(Stored dataset items)
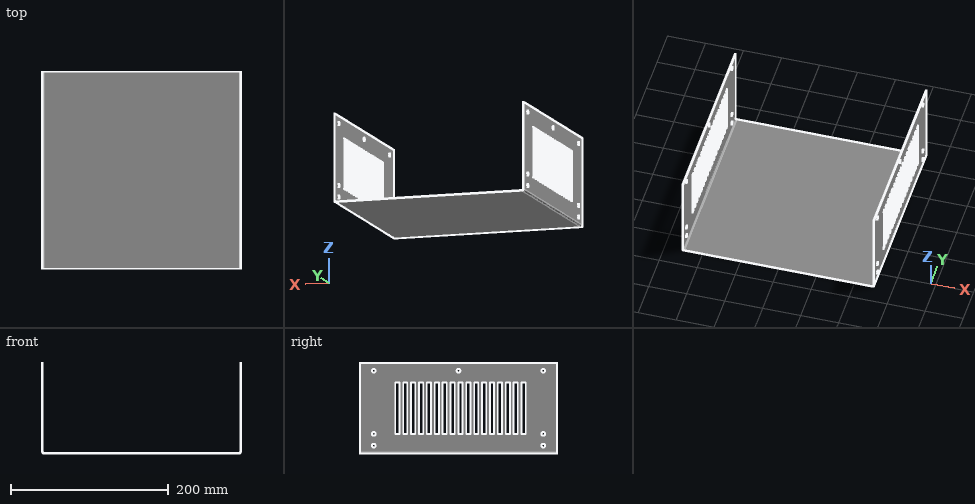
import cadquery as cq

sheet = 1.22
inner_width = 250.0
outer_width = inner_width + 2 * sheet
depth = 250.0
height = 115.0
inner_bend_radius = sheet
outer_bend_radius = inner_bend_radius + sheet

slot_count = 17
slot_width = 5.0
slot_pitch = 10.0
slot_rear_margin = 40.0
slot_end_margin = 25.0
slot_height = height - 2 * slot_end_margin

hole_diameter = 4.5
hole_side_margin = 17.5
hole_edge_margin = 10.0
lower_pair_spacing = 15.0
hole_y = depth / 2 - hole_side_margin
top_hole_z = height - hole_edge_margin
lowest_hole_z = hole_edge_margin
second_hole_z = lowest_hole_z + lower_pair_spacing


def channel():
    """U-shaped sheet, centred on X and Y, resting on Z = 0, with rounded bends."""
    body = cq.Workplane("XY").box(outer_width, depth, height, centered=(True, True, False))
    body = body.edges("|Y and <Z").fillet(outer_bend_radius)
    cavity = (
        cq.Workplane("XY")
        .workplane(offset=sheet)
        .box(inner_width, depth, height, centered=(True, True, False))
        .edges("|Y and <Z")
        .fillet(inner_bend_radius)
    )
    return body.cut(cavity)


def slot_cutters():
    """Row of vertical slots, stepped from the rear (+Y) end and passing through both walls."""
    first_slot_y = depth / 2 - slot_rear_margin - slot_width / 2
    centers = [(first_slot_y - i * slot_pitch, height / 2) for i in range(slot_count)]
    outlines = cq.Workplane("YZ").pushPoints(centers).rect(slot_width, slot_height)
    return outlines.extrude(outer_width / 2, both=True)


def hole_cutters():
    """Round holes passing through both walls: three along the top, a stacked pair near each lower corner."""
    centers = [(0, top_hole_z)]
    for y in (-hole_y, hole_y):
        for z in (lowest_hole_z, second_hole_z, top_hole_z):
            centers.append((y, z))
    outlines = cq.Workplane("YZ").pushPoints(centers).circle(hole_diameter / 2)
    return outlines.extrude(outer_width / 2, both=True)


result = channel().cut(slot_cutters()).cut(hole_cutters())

**ABOUT THIS EXERCISE:** The required answer is each line of the data in which the word "passing" appears.

**EXPECTED ANSWER:**
    """Row of vertical slots, stepped from the rear (+Y) end and passing through both walls."""
    """Round holes passing through both walls: three along the top, a stacked pair near each lower corner."""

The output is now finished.